Examine the records and identify each line that includes the string "return". Copy those lines.

::::::::

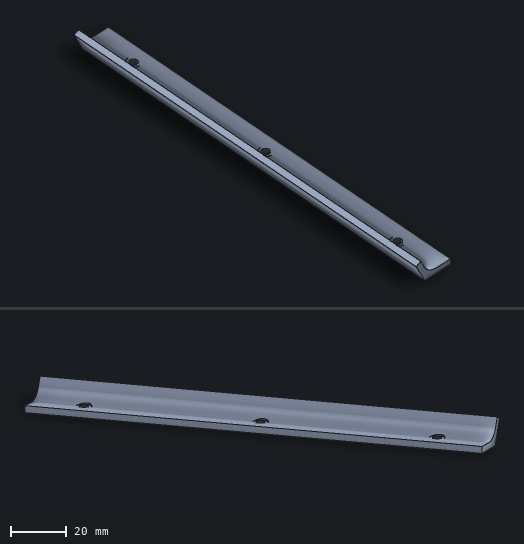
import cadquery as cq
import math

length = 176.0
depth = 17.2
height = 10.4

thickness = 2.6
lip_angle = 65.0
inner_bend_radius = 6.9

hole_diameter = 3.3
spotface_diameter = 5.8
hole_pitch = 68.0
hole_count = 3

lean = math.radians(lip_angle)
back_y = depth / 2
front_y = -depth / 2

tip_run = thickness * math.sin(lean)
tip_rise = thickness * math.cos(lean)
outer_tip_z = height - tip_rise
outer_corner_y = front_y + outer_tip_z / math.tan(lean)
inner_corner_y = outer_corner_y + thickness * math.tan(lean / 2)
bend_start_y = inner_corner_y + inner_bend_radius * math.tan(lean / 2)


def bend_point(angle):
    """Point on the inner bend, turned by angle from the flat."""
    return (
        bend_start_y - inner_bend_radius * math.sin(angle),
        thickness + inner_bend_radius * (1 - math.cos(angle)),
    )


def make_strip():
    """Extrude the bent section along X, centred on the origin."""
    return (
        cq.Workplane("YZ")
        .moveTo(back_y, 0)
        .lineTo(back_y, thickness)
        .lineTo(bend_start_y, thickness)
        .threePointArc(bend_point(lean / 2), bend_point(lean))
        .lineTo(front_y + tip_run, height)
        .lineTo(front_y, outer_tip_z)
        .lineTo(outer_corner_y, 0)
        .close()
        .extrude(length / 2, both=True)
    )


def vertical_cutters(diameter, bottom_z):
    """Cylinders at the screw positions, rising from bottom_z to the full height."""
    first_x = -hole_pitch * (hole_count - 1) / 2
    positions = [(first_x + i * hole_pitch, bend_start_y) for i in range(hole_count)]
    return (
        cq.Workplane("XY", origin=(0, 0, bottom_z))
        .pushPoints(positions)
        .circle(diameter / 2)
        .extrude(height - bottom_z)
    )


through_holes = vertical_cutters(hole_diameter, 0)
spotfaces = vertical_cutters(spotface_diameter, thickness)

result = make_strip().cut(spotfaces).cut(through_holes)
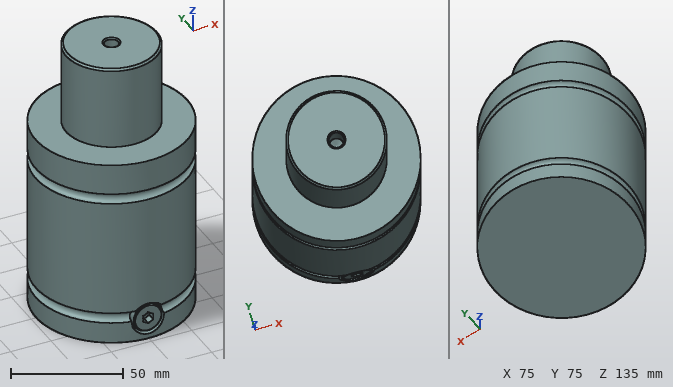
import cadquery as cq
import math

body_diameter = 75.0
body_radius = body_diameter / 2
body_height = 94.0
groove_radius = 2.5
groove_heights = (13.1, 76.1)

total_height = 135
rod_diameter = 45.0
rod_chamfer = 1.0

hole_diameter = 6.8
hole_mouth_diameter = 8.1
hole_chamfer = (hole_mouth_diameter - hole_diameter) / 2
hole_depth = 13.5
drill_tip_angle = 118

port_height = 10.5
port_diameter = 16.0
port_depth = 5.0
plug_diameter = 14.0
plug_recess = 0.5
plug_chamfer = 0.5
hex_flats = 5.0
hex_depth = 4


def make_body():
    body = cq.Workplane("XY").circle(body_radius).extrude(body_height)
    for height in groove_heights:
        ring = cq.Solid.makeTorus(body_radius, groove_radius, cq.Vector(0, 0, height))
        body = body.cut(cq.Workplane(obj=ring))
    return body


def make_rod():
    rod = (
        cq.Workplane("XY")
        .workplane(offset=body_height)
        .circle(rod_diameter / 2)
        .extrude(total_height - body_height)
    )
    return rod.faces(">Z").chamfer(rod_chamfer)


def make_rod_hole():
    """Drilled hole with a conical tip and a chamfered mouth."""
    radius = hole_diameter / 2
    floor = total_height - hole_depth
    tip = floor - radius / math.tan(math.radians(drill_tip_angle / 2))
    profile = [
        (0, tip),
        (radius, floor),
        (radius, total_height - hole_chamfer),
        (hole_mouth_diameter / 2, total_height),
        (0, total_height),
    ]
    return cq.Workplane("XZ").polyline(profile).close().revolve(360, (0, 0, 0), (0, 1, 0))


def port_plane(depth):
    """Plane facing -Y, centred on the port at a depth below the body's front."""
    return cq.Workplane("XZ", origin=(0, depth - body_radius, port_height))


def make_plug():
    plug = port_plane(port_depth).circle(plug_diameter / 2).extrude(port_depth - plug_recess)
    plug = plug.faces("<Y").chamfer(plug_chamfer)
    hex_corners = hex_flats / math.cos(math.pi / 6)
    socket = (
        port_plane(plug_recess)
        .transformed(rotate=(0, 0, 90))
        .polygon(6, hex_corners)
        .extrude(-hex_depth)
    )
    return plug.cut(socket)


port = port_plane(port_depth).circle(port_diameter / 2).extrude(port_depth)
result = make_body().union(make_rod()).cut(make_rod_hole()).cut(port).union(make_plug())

::::::::

» **Solution**:
    return (
    return (
    return (
    return body
    return rod.faces(">Z").chamfer(rod_chamfer)
    return cq.Workplane("XZ").polyline(profile).close().revolve(360, (0, 0, 0), (0, 1, 0))
    return cq.Workplane("XZ", origin=(0, depth - body_radius, port_height))
    return plug.cut(socket)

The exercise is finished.